Fue aclamado a su llegada a Mallorca, de forma muy especial, por los Jóvenes de Acción Católica. Estos jóvenes, con Eduardo Bonnín al frente, como Presidente del Consejo, inmediatamente le expusieron “lo” que se traían entre manos, desde hacía unos años. El entusiasmo que provocó en el Obispo le hizo proponer a esos jóvenes “intrépidos” celebrar una misa semanal, con una pequeña tertulia después de la Eucaristía.
Mons. Hervás Amó los Cursillos:
Dio un gran apoyo e impulso a los Cursillos.
Los exaltó hasta el extremo de proclamar “ los bendigo no con una mano, sino con las dos” . Les dio el nombre de “Cursillos de Cristiandad”.
El día 7 de Enero de 1949, para el Cursillo que se celebraba en San Honorato, con en el que se inicia la numeración de los cursillos, escribió una carta a Eduardo, el Rector del cursillo, en la que, tras indicar que “me he enterado, por el Consiliario, de este cursillo” manifiesta que ofrece sus oraciones por el éxito del mismo.
Estando en la Diócesis de Ciudad Real, tras dejar Mallorca, el Obispo Hervás escribió una gran bibliografía, entre los que destaca la Pastoral “Los Cursillos de Cristiandad, instrumento de renovación cristiana”. Pastoral que resultó ser la oportuna réplica, que se imponía como necesaria, tras las limitaciones impuestas a los cursillos por Mons. Enciso, Obispo de Mallorca.
Mons. Hervás consiguió que “los Cursillos de Cristiandad entraran por la puerta grande de la Iglesia” .(Eduardo Bonnín). Sin el Obispo Hervás, el Obispo de los jóvenes, el Obispo de la Acción Católica, el Obispo de los Cursillos, el Movimiento de Cursillos de Cristiandad podría haber quedado en la “orilla”, como un intento “de renovación cristiana”
El padre Sebastián Gayá fue un sacerdote extraordinario. Trabajador infatigable. Muy culto. Profesor del Seminario. Gran y lúcido predicador. Amante de los jóvenes. Impulsor de la Pastoral castrense y universitaria. Gran animador de la peregrinación a Santiago, para la que escribió “Etapas de un peregrinar” en la revista PROA, de la que era director desde diciembre de 1946. Escribió, también, la “Guía del Peregrino”. Vivía los días realizando múltiples ocupaciones. Llenaba los minutos, de casi todos las horas, de casi todos los días, de una entrega generosa a los jóvenes, seminaristas, universitarios, castrenses, propagandistas, ...

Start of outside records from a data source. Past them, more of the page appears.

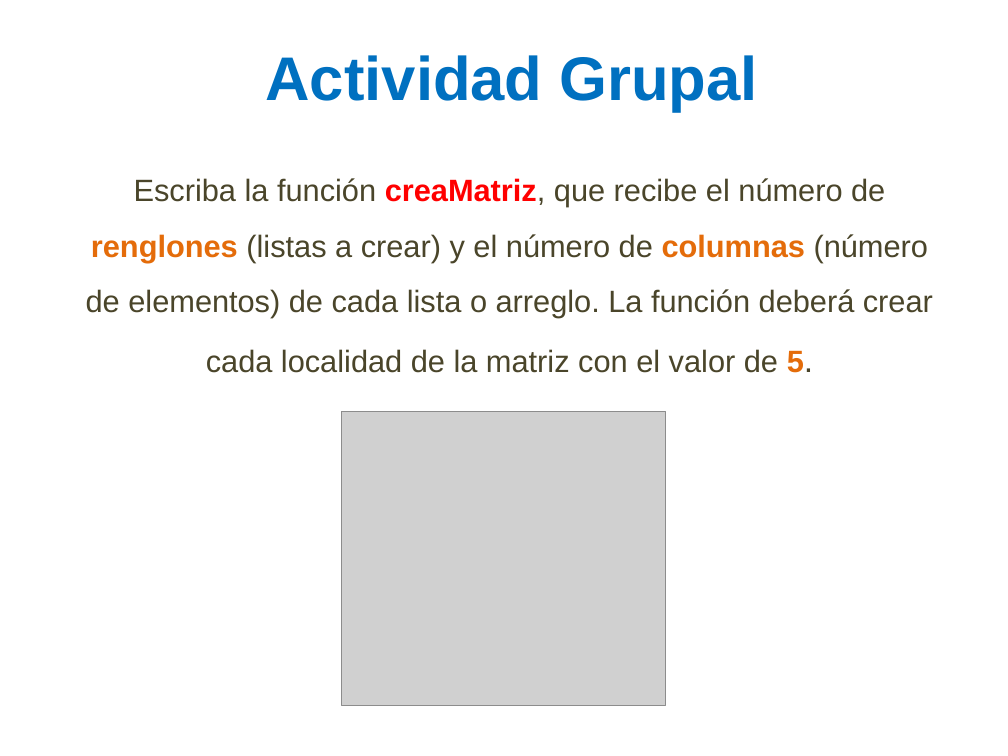
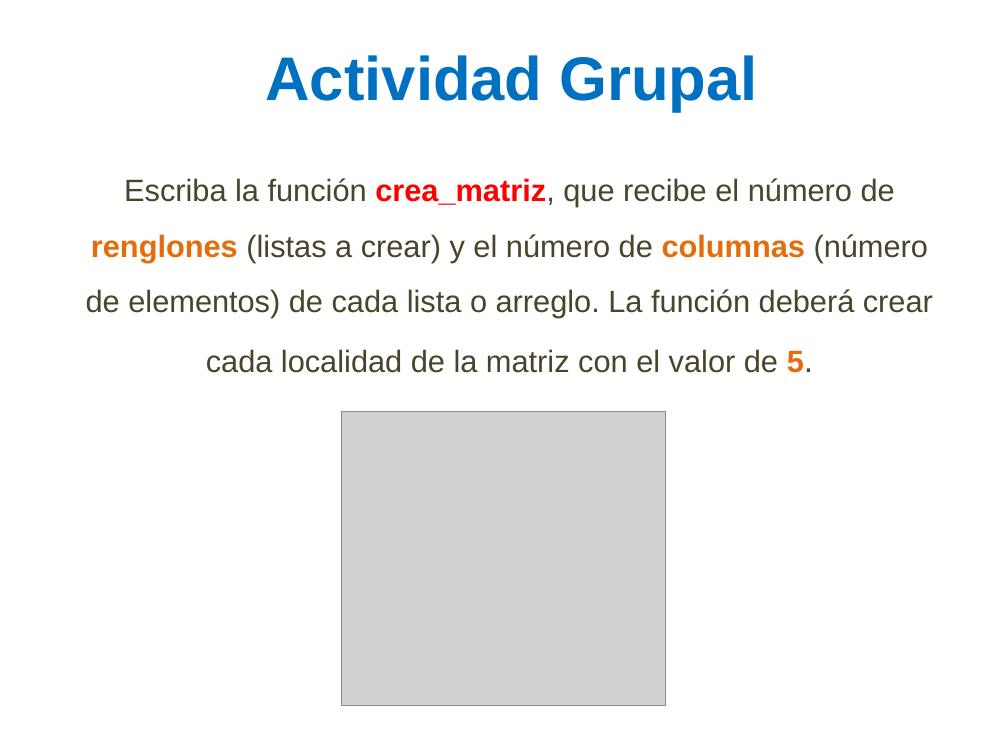
Before and after one commit to lizetheP/PensamientoC, a slide deck: slide 17 of CalendarioAgo20L/presentaciones/10_Matrices.pptx. Drawn at 1008x756 pixels with LibreOffice and Linux fonts; fonts in the diff are those of the drawing; grey boxes stand for pictures. Boxes give left, top, right and bottom in pixels: in the first picture for what was removed or moved away, otherwise in the second. Text is boxed around its words. In the diff, an @@ line names an element or a change of style, - is before the commit and + after.

```diff
--- a/CalendarioAgo20L/presentaciones/10_Matrices.pptx
+++ b/CalendarioAgo20L/presentaciones/10_Matrices.pptx
@@ text at (86,178,933,373): text changed @@
-Escriba la función creaMatriz, que recibe el número de renglones (listas a crear) y el número de columnas (número de elementos) de cada lista o arreglo. La función deberá crear cada localidad de la matriz con el valor de 5.
+Escriba la función crea_matriz, que recibe el número de renglones (listas a crear) y el número de columnas (número de elementos) de cada lista o arreglo. La función deberá crear cada localidad de la matriz con el valor de 5.
```
Also in this commit, not shown: 5 other slides changed, 2 slides added, 2 slides removed, 7 other files.

El padre Sebastián Gayá asistió a la clausura del cursillo de San Honorato, el día 9 de Enero de 1949, en representación del Obispo, quien le había entregado una carta para Eduardo. Cerró la clausura con palabras “muy animadas”, como era habitual en su elocuencia, volviéndose a Palma a continuación. Trasladado a Madrid en 1956, se dedicó de lleno al Movimiento de Cursillos de Cristiandad, sobre el que escribió varios libros.

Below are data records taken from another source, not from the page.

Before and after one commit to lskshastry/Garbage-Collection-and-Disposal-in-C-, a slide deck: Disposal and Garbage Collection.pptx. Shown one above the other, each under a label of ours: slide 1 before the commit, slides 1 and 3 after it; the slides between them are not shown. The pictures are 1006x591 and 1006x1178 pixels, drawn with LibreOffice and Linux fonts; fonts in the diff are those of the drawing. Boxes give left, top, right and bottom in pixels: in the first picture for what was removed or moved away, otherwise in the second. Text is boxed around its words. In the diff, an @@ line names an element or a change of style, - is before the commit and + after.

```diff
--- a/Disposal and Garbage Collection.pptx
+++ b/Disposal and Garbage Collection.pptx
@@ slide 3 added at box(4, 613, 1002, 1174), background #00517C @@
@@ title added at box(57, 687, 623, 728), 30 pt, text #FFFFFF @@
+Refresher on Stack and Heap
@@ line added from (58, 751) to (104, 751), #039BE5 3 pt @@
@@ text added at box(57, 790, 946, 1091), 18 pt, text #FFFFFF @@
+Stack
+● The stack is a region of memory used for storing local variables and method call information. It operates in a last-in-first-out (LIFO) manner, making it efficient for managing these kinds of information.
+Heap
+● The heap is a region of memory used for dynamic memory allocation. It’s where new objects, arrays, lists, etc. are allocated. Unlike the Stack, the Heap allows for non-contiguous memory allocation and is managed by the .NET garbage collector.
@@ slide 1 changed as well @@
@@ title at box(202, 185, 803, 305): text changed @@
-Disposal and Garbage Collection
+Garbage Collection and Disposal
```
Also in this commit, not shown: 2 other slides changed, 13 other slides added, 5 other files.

En Noviembre de 1947 el Obispo Mons. Miralles le nombra "Consiliario" de los jóvenes de Acción Católica, cargo que ocupó hasta el mes de Agosto de 1950 en que le sucedió el Padre Juan Capó.
El padre Juan Capó cursó estudios eclesiásticos superiores en Roma. Finalizados los mismos, llegó a Mallorca en el verano de 1948. Teólogo extraordinario. Elocuente predicador. Hombre con un carácter arrollador y una fuerza comparable a la de “las cataratas del Niágara”. Le propusieron que diera el Retiro del cursillo de San Honorato, en enero de 1949. Aceptó impartir las dos meditaciones del retiro de la primera noche, tras lo cual volvió a Palma. Posteriormente, tuvo una gran intervención al dar nervio teológico a los rollos místicos y a las meditaciones. Desde Córdoba, su nueva residencia ministerial, siguió vinculado a Cursillos, escribiendo varios libros sobre los mismos.
Hubo otros muchos sacerdotes que tienen nombre propio en Cursillos. Tendrán que ser citados, y se les citará, porque fue muy importante su colaboraron y apoyaron los cursillos, desde sus inicios.
Hubo seglares destacados, dirigentes de la Acción Católica en la década de los años 40, como José Ferragut, Jaime Riutort, José Font, Tano Ruiz, Andrés Rullán, Bartolomé Riutort, Juan Mir, que dedicaron muchas horas de su vida juvenil, colaborando en la implantación de los Cursillos. Se ha de destacar la gran aportación que cada uno hizo, superando los límites que les dejaban libres sus estudios, trabajo o profesión.
Mención especial se ha de otorgar a Guillermo Estarellas. Su aportación fue providencial, porque así lo quiso el Señor. Además de la colaboración personal en los cursillos iníciales, tuvo la inspiración de introducir la canción “DE COLORES”. Las notas de esta canción resuenan en el mundo, como himno de todos los cursillistas. Y el eco de su letra suena al oído como “santo y seña” de paz interior, haciendo el camino en compañía.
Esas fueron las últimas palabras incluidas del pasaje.